Mother went on to tell me that this period-thing would happen every month for many, many, many years. She dug into the cabinet underneath the sink, pulled out the blue box of sanitary napkins and a tangled elastic belt, showed me how to rig everything up, and promised she’d buy me a belt of my own the next day. (As far as I recall, she never said a word that night about the possibility of cramps or the probability of mood swings. That information would be doled out later on a need-to-know basis.)

After a few minutes, Mother left the bathroom, no doubt in a hurry to share the embarrassing news with my grandparents, the same way I’d heard her make a little announcement after I’d tried on my first training bra a few months earlier. I locked the door behind her and considered what to do next. The idea of tainting a tubful of bathwater was disturbing, so I decided on a sponge bath at the sink instead. Tears continued to trickle down my face while I washed away summer’s dust and sweat and pondered the whole overwhelming situation.

My thoughts soon turned to sanitary napkins. I was already familiar with them, having been sent to the corner drugstore numerous times to buy a box of them for Mother, but I’d had no idea what their purpose was. A horrible thought occurred to me. What if some of the neighbors had noticed me carrying those big blue boxes down the street and thought I’d bought them for myself? How embarrassing! Another alarming thought popped into my head. For as long as I could remember, my grandparents had rented an upstairs bedroom to male college students, two roommates at a time, individual students moving in or out as the semesters changed. How many times, I wondered, had one of those boys walked past me while I was playing with my dolls in the living room? How many of them had watched me gently lay my Toni doll on her bed, where her carefully coiffed, brunette head would rest peacefully on the thick, white, gauze-covered Kotex pad that was her pillow?

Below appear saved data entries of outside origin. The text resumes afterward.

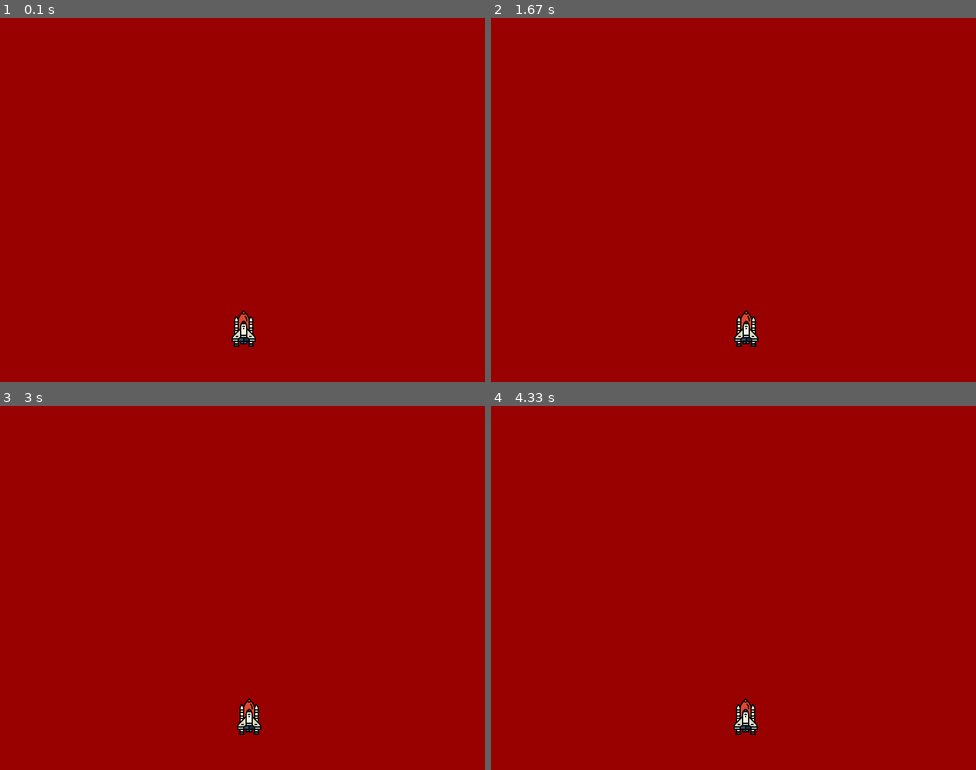
Above: before the commit, frames 1-4 (two rows, left to right).
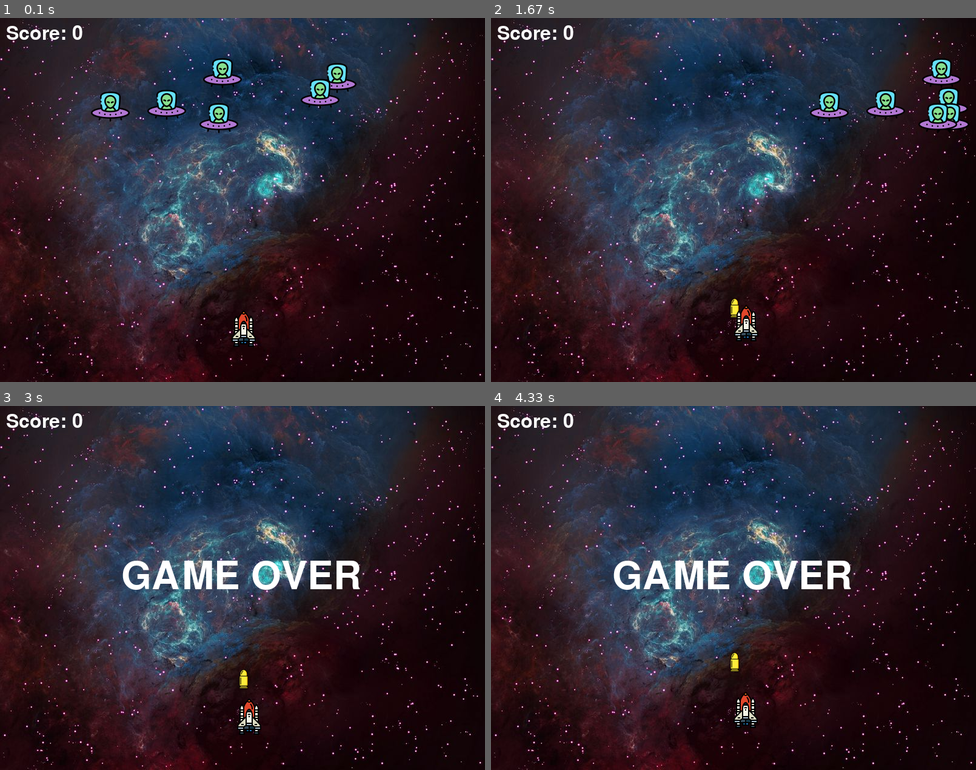
Above: after the commit, the same moments.

Repository: Rasluka/py_game_practice
Game: pygame game, started from 01_first_approach/main.py
The game is run twice, just before and just after one commit, with the same random seed, the same clock (stepped at 60 frames per second) and the same inputs.
Inputs:
- Up to frame 1 (0.1 s): no input
- Up to frame 2 (1.67 s): tap Space at 0.33, 0.73, 1.03, 1.23, 1.57 s; hold Right 0.67-1.13 s; hold Up 1.17-1.47 s; hold Right from 1.5 s (still down)
- Up to frame 3 (3 s): tap Space at 1.87, 2.07, 2.37, 2.63, 2.97 s; release Right at 1.97 s; hold Left 2-2.53 s; hold Down 2.57-2.87 s; hold Left from 2.9 s (still down)
- Up to frame 4 (4.33 s): tap Space at 3.27, 3.4, 3.8, 4.1 s; release Left at 3.3 s; hold Up 3.33-3.7 s; hold Right from 3.73 s (still down)

The runs differ from the first frame. In frame 1, 100% of the frame differs, in the area x 0-100%, y 0-100%; in frame 2, 100%; in frame 3, 100%; in frame 4, 100%.

Commit message:
Second commit

Diff:
--- a/01_first_approach/main.py
+++ b/01_first_approach/main.py
@@ -1,13 +1,21 @@
+from typing import Collection
 import pygame
-import os
-
-os.system('clear')
+import random
+import math
+from pygame import mixer
 
 # Initialize the pygame
 pygame.init()
 
 # Creating the screen
 screen = pygame.display.set_mode((800, 600))
+
+# Background
+background = pygame.image.load('space_bg_2.jpg')
+
+# Background sound
+mixer.music.load('./sound_files/background.wav')
+mixer.music.play(-1)
 
 # Title and Icon
 pygame.display.set_caption('Star Invaders')
@@ -22,16 +30,76 @@
 player_x_change = 0
 player_y_change = 0
 
+# Enemy
+enemy_img = []
+enemy_x = []
+enemy_y = []
+enemy_x_change = []
+enemy_y_change = []
+num_of_enemies = 6
+
+for _ in range(num_of_enemies):
+    enemy_img.append(pygame.image.load('ufo.png'))
+    enemy_x.append(random.randint(0,735))
+    enemy_y.append(random.randint(50,150))
+    enemy_x_change.append(4)
+    enemy_y_change.append(40)
+
+# Importing Bullet img
+bullet_img = pygame.image.load('bullet_2.png')
+bullet_x = 0
+bullet_y = 480
+bullet_x_change = 0
+bullet_y_change = 0.35
+bullet_state = "ready"
+
+# Score
+score_value = 0
+font = pygame.font.Font('freesansbold.ttf', 32)
+text_x = 10
+text_y = 10
+
+
 def player(x, y):
     screen.blit(player_img, (x, y))
+
+def enemy(x, y, i):
+    screen.blit(enemy_img[i], (x, y))
+
+def fire_bullet(x,y):
+    global bullet_state
+    bullet_state = "fire"
+    screen.blit(bullet_img, (x + 16, y + 10))
+
+def isCollition(e_x, e_y, b_x, b_y):
+    distance = math.sqrt( (math.pow(e_x - b_x, 2)) + (math.pow(e_y - b_y, 2)))
+
+    if distance < 27:
+        return True
+    else:
+        return False
+
+def show_score(x, y):
+    score = font.render(f"Score: {score_value}", True, (255, 255, 255))
+    screen.blit(score, (x, y))
+
+
+# Game over
+over_font = pygame.font.Font('freesansbold.ttf', 64)
+
+def game_over_text():
+    over_text = over_font.render("GAME OVER", True, (255, 255, 255))
+    screen.blit(over_text, (200, 250))
 
 
 # Game Loop
 running = True
 while running:
     # RGB - Red, Green, Blue
-    screen.fill((153, 0, 0))
+    #screen.fill((153, 0, 0))
 
+    # Background image
+    screen.blit(background, (0,0))
 
 
     for event in pygame.event.get():
@@ -41,27 +109,87 @@
         # if keystoke is pressed check whether its right of left
         if event.type == pygame.KEYDOWN:
             if event.key == pygame.K_LEFT:
-                # print('Pressing left arrow')
                 player_x_change = -0.5
 
             if event.key == pygame.K_RIGHT:
-                # print('Pressing right arrow')
                 player_x_change = 0.5
 
+            if event.key == pygame.K_UP:
+                player_y_change = -0.5
+
+            if event.key == pygame.K_DOWN:
+                player_y_change = 0.5
+
+            if event.key == pygame.K_SPACE:
+                if bullet_state == "ready":
+                    bullet_sound = mixer.Sound('./sound_files/laser.wav')
+                    bullet_sound.play()
+                    bullet_x = player_x
+                    fire_bullet(bullet_x, bullet_y)
+
+
+
         if event.type == pygame.KEYUP:
-            if event.key == pygame.K_LEFT or event.key == pygame.K_RIGHT:
-                # print('Keystoke has been released')
+            if event.key == pygame.K_LEFT or event.key == pygame.K_RIGHT or event.key == pygame.K_UP or event.key == pygame.K_DOWN:
                 player_x_change = 0
+                player_y_change = 0
     #
     player_x += player_x_change
+    player_y += player_y_change
 
     if player_x <= 0:
         player_x = 0
-        print('Reach the left limit')
+    elif player_x >= 736:
+        player_x = 736
 
-    if player_x >= 736:
-        player_x = 736
-        print('Reach the right limit')
+    if player_y <= 0:
+        player_y = 0
+    elif player_y >= 536:
+        player_y = 536
+
+    # Enemy movement
+    for i in range(num_of_enemies):
+
+        # Game over
+        if enemy_y[i] > 200:
+            for j in range(num_of_enemies):
+                enemy_y[j] = 2000
+
+            game_over_text()
+            break
+
+        enemy_x[i] += enemy_x_change[i]
+
+        if enemy_x[i] <= 0:
+            enemy_x_change[i] = 0.3
+            enemy_y[i] += enemy_y_change[i]
+        elif enemy_x[i] >= 736:
+            enemy_x_change[i] = -0.3
+            enemy_y[i] += enemy_y_change[i]
+
+        # Collision
+        collision = isCollition(enemy_x[i], enemy_y[i], bullet_x, bullet_y)
+        if collision:
+            bullet_y = 480
+            bullet_state = "ready"
+            score_value += 1
+            enemy_x[i] = random.randint(0,735)
+            enemy_y[i] = random.randint(50,150)
+            explosion_sound = mixer.Sound('./sound_files/explosion.wav')
+            explosion_sound.play()
+
+        enemy(enemy_x[i], enemy_y[i], i)
+
+    # bullet movement
+    if bullet_y <= 0:
+        bullet_y = 480
+        bullet_state = "ready"
+
+    if bullet_state == "fire":
+        fire_bullet(bullet_x, bullet_y)
+        bullet_y -= bullet_y_change
+
 
     player(player_x, player_y)
+    show_score(text_x, text_y)
     pygame.display.update()
--- /dev/null
+++ b/02_my_first_project/app.py
@@ -0,0 +1,45 @@
+import pygame
+import useful_methods
+import game_logic
+
+pygame.init()
+
+# Creating the screen resolution, background and some on
+screen = pygame.display.set_mode((800, 600))
+pygame.display.set_caption('Hangman!')
+game_icon = pygame.image.load('./img_files/hangman-game.png')
+pygame.display.set_icon(game_icon)
+
+is_running = True
+is_word_gen = False
+
+secret_word = useful_methods.generate_word()
+print(secret_word)
+
+# user guess
+user_guess = []
+
+while is_running:
+
+    if not is_word_gen:
+        game_logic.show_secret_word(screen, secret_word)
+        is_word_gen = True
+
+    for event in pygame.event.get():
+        if event.type is pygame.QUIT:
+            is_running = False
+
+        if event.type == pygame.KEYDOWN:
+            key_pressed = pygame.key.name(event.key)
+
+            if key_pressed.isalpha() and len(key_pressed) == 1:
+                user_guess.append(key_pressed)
+                print(user_guess)
+                game_logic.show_user_guess(screen, user_guess, key_pressed, secret_word)
+
+            if key_pressed == 'backspace' and len(user_guess) > 0:
+                game_logic.show_user_guess(screen, user_guess, key_pressed, secret_word)
+                print(user_guess)
+
+
+    pygame.display.update()
--- /dev/null
+++ b/02_my_first_project/game_files/word_library.txt
@@ -0,0 +1,50 @@
+blast
+ready
+justify
+pierce
+exit
+shark
+suitcase
+think
+bold
+kitchen
+crystal
+cold
+foreigner
+hypothesize
+medal
+exposure
+meeting
+ordinary
+harmful
+bubble
+hide
+autonomy
+taste
+leadership
+terrace
+qualification
+nap
+mosque
+friendly
+aquarium
+chart
+tolerant
+soft
+rare
+strict
+skeleton
+allowance
+compliance
+gown
+constitutional
+loose
+sketch
+engine
+bee
+projection
+shaft
+chair
+proposal
+boot
+bear
--- /dev/null
+++ b/02_my_first_project/game_logic.py
@@ -0,0 +1,29 @@
+import pygame
+import useful_methods
+
+
+def show_secret_word(scr, secret_word):
+    """
+        This method will render the word to the screen
+    """
+    to_print_str = ['_' for char in secret_word]
+
+    font = pygame.font.Font('freesansbold.ttf', 48)
+    secret_word_location = (200, 250)
+    word_to_screen = font.render(' '.join(to_print_str), True, (255, 255, 255))
+    scr.blit(word_to_screen, secret_word_location)
+
+
+def show_user_guess(scr, usr_input, key_pressed, secret_word):
+    font = pygame.font.Font('freesansbold.ttf', 48)
+    guess_word_location = (200, 450)
+    guess_to_screen = font.render(''.join(usr_input), True, (255, 255, 255))
+
+    scr.blit(guess_to_screen, guess_word_location)
+
+    if key_pressed == 'backspace' and len(usr_input) > 0:
+        scr.fill((0, 0, 0))
+        show_secret_word(scr, secret_word)
+        usr_input.pop()
+        guess_to_screen = font.render(''.join(usr_input), True, (255, 255, 255))
+        scr.blit(guess_to_screen, guess_word_location)
--- /dev/null
+++ b/02_my_first_project/useful_methods.py
@@ -0,0 +1,13 @@
+import random
+import pygame
+
+def generate_word():
+    """
+        This method will take all the word in a .txt file to create a list and then return
+        a random word within the list.
+    """
+    word_library_file = open('./game_files/word_library.txt', 'r')
+    words_list = [word.strip() for word in word_library_file]
+    word_library_file.close()
+
+    return words_list[random.randint(0, len(words_list)-1)]
Binary file added: 01_first_approach/bullet.png
Binary file added: 01_first_approach/bullet_2.png
Binary file added: 01_first_approach/explosion.png
Binary file added: 01_first_approach/space_bg.jpg
Binary file added: 01_first_approach/space_bg_2.jpg
Binary file added: 01_first_approach/ufo.png
Binary file added: 02_my_first_project/img_files/hangman-game.png
Empty file added: 02_my_first_project/test.py
Not shown, added: 01_first_approach/sound_files/background.wav
Not shown, added: 01_first_approach/sound_files/explosion.wav
Not shown, added: 01_first_approach/sound_files/laser.wav

Now my tears were angry ones. If Mother had only told me sooner about monthly periods, I could have avoided both the public display of personal items and the fright I’d experienced minutes earlier. When I finally mustered the courage to leave the bathroom, Mother must have read the expression on my face and realized I was mad at her. She explained as we went to bed that night that her own first period hadn’t arrived until she was sixteen, so she’d thought she still had plenty of time to fill me in.

Maybe so. But considering all the conversations we should have had--and didn’t--before I grew up, got married and had children of my own, I suspect the real reason was that she just didn’t like to talk about those kinds of things.